I need to point out that this series of three posts was written in 2013, so if you’re looking for information about how to apply for a post-Brexit carte de séjour, you need to contact your préfecture. Things have changed since 2013.
The SF and I toddled off to the Préfecture in Montauban today. There it is above in its splendour. However, we were round the back in the modern annex. We wanted to renew our Cartes de séjour (identity cards). When you carry out an administrative exercise like this, you are exposed to French bureaucracy in all its glory. Read about Round 2 here.
When we first arrived in 1997, a carte de séjour was obligatory, even for citizens of other EU states, which we both are. We had to provide evidence of paternity, identity, marital status, income, residence, translations of some of this (especially in the SF’s case, being Swedish) and numerous photographs. They even wanted our parents’ dates of birth. I couldn’t remember my father’s – neither could my mother – except I knew it was in January 19XX. So I made it up. The authorities wanted several copies of all this information. They stopped just short of grandpa’s inside leg measurement.
We jumped through this hoop successfully and were each awarded a shiny laminated identity card, valid for five years. When the five years were up, renewing it was much easier than getting one in the first place. We didn’t even have to go to the Préfecture: it was all done through the Mairie. And, as proof of our acceptance by the French state, the new cards were valid for 10 years.
From 2004, a carte de séjour was no longer obligatory for citizens of EU member states. Fast forward to November 2012. We realise ours run out in early January 2013. However, we have decided we want to continue to have one. They can be very useful, for example if you are stopped by the police or if you want to pay a lot of money for something. They are proof of residence and address in France in a way that a passport can’t be.
This time the woman at the Mairie looked blankly at us but kindly phoned up the Préfecture to ask what we should do. “Come in and see us,” they said. It’s all quite well-organised down there. You tell them at Reception what you’ve come for. They give you a ticket – a bit like at the supermarket fish counter – and you wait until your number flashes up on the screen for the relevant service. The ticket even gives you an estimate of waiting-time.
The woman in the Service des étrangers who dealt with us seemed reasonably human. She even smiled a couple of times. But, since the carte de séjour is no longer obligatory for us, the irony is that to renew it we have to go through even more hoops than we did to get the original one. It’s treated like the first request.
So, we have to provide, all over again, all the information we provided 15 years ago. This time, they want to see the originals as well as photocopies. But that’s not all. You have to bring all these documents in person to a pre-arranged interview at the Préfecture, in addition to supplying a letter stating why you want the card.

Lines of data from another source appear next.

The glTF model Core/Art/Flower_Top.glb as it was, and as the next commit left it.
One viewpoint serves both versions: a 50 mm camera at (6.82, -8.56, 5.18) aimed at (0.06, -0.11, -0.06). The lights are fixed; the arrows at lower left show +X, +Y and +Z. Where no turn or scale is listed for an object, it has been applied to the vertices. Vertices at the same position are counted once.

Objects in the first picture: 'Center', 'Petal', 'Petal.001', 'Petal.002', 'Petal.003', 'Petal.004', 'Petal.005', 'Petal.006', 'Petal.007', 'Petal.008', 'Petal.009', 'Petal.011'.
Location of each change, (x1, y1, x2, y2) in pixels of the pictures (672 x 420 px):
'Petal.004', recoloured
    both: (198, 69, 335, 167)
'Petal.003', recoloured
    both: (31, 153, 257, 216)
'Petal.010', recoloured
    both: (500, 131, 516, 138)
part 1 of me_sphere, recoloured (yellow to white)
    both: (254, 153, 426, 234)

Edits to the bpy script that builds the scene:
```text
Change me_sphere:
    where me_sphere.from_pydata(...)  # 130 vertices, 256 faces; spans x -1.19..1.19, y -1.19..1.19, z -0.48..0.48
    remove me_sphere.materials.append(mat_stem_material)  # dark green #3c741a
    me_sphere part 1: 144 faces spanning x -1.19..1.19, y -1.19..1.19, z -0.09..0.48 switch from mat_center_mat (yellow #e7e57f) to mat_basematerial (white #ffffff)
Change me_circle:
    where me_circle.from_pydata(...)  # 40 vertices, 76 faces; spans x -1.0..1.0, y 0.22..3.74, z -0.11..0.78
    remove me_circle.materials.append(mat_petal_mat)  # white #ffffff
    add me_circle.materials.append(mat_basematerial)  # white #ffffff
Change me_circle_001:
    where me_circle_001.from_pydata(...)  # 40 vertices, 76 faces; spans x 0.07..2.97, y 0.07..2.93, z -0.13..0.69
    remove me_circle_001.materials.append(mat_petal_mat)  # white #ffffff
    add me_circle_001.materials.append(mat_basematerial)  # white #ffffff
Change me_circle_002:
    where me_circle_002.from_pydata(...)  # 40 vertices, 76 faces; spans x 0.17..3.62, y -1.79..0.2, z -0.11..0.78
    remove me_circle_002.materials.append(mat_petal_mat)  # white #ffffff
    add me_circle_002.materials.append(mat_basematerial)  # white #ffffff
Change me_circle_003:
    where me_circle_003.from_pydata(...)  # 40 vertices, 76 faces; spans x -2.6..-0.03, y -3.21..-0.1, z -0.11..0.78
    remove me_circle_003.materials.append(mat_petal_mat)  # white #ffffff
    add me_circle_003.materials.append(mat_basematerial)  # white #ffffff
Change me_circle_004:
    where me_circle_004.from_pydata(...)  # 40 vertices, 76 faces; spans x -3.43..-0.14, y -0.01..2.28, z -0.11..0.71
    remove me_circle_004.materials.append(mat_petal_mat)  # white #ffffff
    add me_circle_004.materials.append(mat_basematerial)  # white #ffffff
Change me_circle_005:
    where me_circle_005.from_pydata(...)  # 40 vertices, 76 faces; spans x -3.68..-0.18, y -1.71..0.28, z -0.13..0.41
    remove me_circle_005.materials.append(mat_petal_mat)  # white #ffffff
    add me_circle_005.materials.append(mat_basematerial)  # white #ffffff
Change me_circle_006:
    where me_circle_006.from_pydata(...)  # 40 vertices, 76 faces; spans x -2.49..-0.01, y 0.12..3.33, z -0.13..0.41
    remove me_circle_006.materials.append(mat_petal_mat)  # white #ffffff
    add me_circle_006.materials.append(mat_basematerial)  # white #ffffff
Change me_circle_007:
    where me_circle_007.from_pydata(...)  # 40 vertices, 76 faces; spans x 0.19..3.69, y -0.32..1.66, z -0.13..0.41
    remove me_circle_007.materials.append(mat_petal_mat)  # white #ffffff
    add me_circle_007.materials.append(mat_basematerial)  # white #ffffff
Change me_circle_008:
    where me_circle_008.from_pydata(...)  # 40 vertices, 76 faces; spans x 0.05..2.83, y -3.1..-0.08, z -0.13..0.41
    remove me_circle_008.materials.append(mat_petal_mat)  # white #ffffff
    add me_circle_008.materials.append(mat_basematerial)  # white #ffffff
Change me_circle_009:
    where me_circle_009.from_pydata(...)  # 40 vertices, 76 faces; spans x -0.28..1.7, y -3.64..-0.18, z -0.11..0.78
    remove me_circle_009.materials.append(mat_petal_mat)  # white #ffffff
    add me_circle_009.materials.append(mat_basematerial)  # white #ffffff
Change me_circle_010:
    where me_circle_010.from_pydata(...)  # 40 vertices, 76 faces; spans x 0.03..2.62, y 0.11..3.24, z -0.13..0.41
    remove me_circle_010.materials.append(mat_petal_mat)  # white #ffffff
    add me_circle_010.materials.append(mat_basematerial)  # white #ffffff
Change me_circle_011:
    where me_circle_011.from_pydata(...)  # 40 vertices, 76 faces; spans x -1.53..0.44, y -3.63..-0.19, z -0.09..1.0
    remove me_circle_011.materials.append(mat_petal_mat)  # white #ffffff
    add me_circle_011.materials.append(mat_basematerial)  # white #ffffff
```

Round 2 – the interview itself – will take place in January. I’m wondering if I should learn a bit of the Marseillaise by heart beforehand just to soften them up. Maybe not. Watch this space.
And, of course, the usual disclaimer. While I try to verify my facts, it’s always best to check on your own situation and take advice before doing anything. In addition, administrative rules can be flexibly interpreted between regions and even départements. So don’t assume that what happens in Tarn-et-Garonne applies everywhere else.
Read about Round 2 here.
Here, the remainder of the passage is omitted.